**What the exercise asks**
Counting only lines of the listing below that hold the word "shown", give the total and nothing else.

**The records**
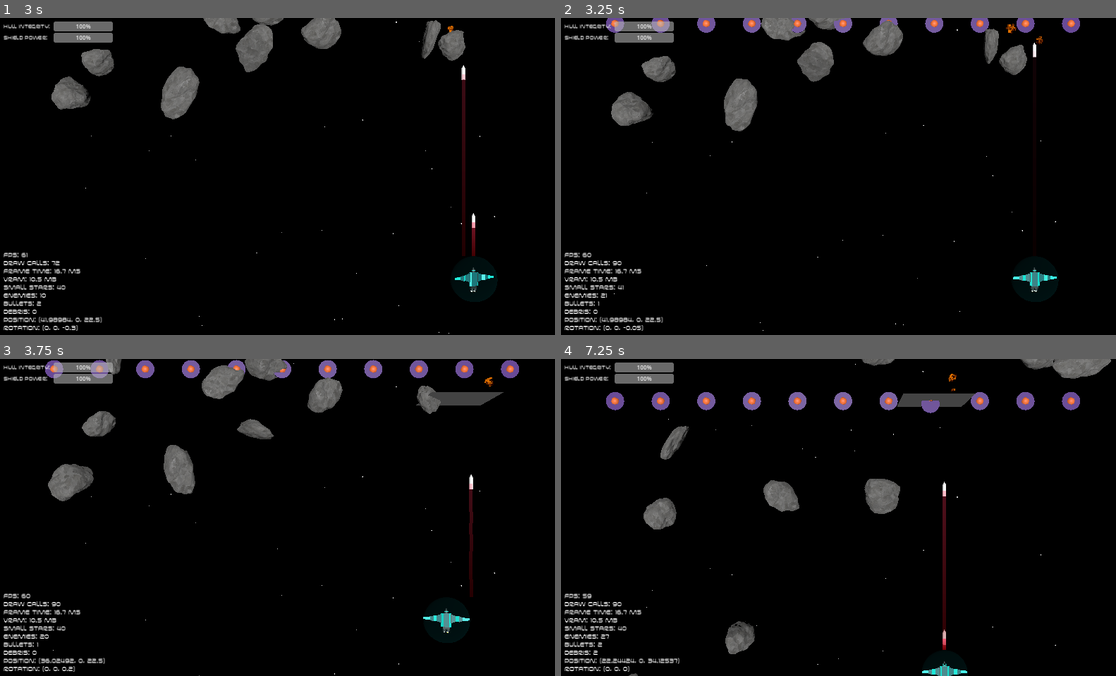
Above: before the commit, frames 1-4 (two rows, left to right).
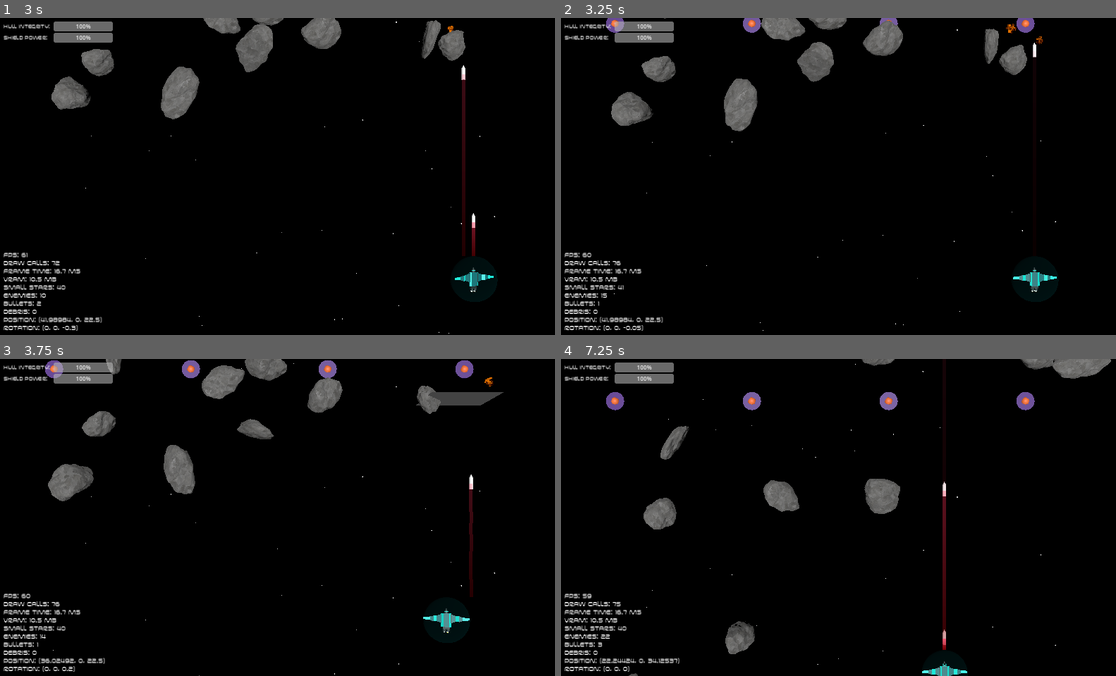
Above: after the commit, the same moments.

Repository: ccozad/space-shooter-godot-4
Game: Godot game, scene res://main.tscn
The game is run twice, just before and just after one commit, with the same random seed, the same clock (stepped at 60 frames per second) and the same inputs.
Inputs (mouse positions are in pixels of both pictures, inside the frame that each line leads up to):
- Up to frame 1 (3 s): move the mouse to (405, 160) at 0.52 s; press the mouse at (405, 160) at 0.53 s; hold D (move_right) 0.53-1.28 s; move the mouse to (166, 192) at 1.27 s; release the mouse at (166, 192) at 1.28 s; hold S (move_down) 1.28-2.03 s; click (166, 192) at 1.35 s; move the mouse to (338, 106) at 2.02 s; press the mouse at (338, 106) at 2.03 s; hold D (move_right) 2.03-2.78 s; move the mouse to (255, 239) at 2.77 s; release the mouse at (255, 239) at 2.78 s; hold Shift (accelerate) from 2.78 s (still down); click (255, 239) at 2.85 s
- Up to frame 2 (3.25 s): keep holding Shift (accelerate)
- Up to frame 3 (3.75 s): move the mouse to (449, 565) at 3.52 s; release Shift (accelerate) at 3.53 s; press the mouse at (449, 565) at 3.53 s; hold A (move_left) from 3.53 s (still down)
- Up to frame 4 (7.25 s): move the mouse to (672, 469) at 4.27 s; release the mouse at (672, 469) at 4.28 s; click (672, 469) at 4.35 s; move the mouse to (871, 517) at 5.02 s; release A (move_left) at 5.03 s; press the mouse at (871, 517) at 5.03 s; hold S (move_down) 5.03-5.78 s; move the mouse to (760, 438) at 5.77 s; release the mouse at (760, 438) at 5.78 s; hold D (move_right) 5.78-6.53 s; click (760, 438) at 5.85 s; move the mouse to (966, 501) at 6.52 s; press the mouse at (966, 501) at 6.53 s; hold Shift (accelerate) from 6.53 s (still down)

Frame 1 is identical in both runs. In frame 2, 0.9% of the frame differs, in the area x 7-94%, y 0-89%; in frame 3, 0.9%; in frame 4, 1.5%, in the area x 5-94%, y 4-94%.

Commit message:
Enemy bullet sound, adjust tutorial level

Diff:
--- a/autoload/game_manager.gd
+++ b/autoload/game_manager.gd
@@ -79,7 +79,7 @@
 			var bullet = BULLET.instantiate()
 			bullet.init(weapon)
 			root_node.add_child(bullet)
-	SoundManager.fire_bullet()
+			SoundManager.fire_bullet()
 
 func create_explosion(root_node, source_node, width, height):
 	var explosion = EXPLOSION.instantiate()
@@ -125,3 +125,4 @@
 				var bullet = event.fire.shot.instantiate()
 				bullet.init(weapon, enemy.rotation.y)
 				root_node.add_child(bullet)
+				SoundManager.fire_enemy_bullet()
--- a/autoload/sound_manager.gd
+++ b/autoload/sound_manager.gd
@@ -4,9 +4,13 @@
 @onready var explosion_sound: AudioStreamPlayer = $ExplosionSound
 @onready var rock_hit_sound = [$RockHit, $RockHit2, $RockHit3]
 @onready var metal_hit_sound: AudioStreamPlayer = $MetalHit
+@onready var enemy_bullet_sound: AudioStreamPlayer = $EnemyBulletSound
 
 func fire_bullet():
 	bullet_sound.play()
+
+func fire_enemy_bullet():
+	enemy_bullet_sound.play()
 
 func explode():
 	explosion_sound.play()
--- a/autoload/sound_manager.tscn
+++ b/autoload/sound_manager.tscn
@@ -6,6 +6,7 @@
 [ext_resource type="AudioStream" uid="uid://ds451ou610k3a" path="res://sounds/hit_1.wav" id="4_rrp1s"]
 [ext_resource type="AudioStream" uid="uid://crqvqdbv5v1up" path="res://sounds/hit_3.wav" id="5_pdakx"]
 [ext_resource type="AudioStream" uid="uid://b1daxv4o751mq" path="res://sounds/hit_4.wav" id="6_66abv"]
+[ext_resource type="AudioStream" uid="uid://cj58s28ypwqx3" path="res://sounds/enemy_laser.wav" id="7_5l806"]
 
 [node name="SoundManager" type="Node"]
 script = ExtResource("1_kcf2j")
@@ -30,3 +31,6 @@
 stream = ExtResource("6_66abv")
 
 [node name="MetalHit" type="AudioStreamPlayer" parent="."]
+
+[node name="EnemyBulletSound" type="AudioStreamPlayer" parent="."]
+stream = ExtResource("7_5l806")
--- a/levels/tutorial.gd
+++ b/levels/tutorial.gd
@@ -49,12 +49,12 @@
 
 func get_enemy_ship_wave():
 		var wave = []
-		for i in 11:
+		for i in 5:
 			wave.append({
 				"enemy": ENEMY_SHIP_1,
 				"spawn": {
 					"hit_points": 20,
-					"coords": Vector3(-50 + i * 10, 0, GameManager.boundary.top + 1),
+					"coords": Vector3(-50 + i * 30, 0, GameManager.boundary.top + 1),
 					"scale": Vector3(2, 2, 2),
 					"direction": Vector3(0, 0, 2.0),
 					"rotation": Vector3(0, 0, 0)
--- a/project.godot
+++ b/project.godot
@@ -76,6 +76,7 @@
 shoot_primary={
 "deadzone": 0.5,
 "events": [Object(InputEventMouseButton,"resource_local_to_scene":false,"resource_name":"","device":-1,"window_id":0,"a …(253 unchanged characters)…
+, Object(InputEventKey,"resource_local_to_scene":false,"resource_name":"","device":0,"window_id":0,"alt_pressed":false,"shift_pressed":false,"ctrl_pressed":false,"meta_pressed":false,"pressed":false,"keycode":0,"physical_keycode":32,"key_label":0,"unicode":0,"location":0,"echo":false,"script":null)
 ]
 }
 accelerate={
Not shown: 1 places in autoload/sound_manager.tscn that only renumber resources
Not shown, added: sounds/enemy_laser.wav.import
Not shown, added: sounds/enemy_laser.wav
* * *
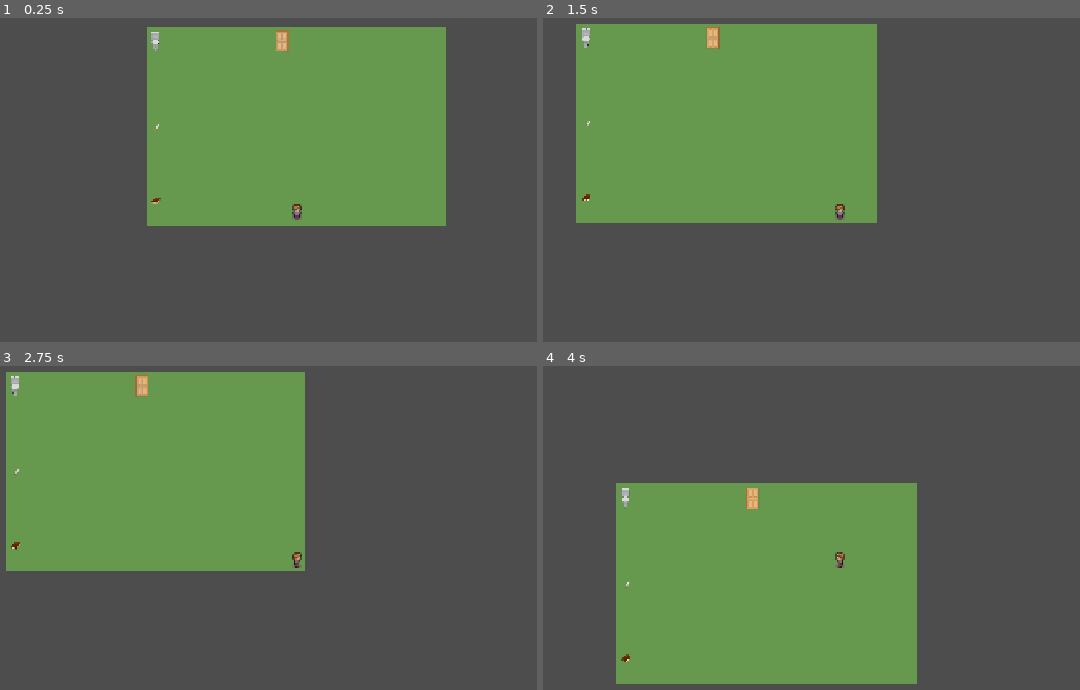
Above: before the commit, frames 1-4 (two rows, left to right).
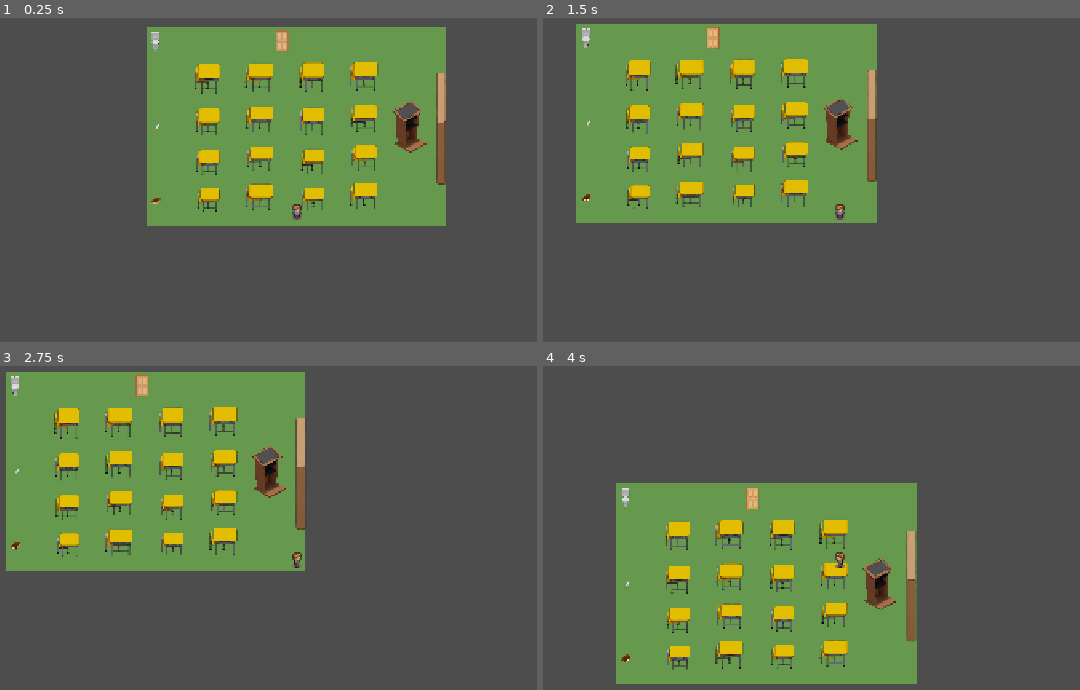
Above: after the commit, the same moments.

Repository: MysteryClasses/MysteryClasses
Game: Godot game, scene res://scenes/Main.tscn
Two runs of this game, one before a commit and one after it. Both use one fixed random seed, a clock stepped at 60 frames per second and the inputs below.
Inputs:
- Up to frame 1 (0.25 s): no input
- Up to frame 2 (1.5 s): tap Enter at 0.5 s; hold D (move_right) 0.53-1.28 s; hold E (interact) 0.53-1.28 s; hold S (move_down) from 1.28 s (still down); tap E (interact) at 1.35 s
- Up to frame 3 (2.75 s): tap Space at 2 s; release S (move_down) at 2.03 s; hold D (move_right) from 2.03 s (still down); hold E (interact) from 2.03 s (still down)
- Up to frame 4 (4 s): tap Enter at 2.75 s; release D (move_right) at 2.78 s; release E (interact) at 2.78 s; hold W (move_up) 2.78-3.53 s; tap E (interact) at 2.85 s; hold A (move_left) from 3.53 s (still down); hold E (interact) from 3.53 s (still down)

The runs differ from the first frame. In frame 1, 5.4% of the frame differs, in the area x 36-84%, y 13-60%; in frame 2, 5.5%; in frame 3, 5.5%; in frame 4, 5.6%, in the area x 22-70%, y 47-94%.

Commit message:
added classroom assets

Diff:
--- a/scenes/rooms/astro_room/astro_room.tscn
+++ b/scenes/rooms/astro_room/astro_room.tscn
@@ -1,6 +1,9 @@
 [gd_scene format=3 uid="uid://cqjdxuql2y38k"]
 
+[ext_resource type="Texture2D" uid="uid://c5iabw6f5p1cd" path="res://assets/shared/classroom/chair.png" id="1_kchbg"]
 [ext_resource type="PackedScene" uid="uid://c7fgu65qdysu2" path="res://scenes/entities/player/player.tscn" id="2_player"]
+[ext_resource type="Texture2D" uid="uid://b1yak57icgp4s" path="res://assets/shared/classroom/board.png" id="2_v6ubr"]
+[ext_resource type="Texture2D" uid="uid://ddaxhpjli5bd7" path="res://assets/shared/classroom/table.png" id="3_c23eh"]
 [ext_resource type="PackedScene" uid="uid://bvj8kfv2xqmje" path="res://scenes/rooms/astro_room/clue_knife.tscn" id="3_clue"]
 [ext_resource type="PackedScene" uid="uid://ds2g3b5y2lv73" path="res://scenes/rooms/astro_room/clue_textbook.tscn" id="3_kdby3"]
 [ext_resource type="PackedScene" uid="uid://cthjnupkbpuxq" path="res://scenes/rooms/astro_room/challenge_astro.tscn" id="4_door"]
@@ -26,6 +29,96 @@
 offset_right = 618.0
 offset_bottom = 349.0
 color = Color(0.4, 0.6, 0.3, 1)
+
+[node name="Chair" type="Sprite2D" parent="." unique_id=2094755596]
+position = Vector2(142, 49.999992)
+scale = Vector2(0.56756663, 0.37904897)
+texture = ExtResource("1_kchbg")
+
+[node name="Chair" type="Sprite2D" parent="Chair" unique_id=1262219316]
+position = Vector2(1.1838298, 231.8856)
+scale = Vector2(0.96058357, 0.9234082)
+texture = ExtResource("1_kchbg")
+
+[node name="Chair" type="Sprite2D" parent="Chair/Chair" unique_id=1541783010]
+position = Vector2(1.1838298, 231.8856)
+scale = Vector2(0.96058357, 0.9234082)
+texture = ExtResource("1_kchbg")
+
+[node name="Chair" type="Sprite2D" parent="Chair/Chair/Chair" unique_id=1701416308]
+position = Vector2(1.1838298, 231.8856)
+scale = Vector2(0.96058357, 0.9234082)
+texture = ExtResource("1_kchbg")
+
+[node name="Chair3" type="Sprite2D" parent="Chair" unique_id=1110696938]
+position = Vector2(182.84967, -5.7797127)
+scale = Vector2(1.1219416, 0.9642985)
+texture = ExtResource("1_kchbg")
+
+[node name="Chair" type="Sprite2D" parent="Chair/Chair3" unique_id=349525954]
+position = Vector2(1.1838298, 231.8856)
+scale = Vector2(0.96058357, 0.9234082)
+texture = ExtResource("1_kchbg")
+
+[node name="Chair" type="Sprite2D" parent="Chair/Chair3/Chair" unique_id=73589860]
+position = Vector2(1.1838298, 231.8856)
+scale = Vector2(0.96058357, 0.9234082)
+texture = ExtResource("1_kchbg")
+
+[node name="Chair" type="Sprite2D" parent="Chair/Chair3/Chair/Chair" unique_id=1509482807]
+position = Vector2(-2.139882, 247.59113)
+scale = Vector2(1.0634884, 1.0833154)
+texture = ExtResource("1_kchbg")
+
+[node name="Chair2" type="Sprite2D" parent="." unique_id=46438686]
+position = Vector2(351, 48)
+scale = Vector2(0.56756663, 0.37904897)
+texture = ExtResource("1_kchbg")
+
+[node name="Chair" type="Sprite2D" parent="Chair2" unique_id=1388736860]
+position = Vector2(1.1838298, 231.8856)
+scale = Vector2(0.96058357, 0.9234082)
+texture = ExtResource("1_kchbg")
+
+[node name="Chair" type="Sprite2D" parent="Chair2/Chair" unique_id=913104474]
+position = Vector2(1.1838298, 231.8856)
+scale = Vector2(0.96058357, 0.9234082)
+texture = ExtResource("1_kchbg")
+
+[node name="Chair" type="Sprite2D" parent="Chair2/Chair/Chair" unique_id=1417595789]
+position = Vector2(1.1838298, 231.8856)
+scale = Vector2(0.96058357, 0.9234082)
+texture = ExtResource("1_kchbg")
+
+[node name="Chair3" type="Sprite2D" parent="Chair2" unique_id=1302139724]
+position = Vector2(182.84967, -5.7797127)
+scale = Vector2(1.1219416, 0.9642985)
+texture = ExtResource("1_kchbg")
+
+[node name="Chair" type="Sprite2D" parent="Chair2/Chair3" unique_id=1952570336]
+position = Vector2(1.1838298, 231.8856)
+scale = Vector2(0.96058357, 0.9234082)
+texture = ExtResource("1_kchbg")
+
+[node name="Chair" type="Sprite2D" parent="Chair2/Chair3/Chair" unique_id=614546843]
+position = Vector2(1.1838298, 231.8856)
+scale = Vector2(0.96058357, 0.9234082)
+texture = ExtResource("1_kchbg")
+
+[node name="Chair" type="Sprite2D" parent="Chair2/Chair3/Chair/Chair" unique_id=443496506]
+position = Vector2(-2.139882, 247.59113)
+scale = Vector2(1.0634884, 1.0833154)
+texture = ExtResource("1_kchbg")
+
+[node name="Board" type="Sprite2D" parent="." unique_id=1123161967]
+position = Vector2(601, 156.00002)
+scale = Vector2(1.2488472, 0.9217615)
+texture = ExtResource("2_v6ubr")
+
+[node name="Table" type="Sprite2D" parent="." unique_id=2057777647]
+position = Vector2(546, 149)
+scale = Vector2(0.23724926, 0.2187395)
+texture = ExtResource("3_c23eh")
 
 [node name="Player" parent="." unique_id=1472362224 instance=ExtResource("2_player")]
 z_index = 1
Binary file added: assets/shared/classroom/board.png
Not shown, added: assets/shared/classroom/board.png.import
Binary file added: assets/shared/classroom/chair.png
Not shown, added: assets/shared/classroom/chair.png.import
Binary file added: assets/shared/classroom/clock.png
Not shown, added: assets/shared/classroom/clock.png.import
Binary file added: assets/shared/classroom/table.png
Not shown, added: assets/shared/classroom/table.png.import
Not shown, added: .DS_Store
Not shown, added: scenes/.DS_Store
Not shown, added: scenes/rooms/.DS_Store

**Response**
10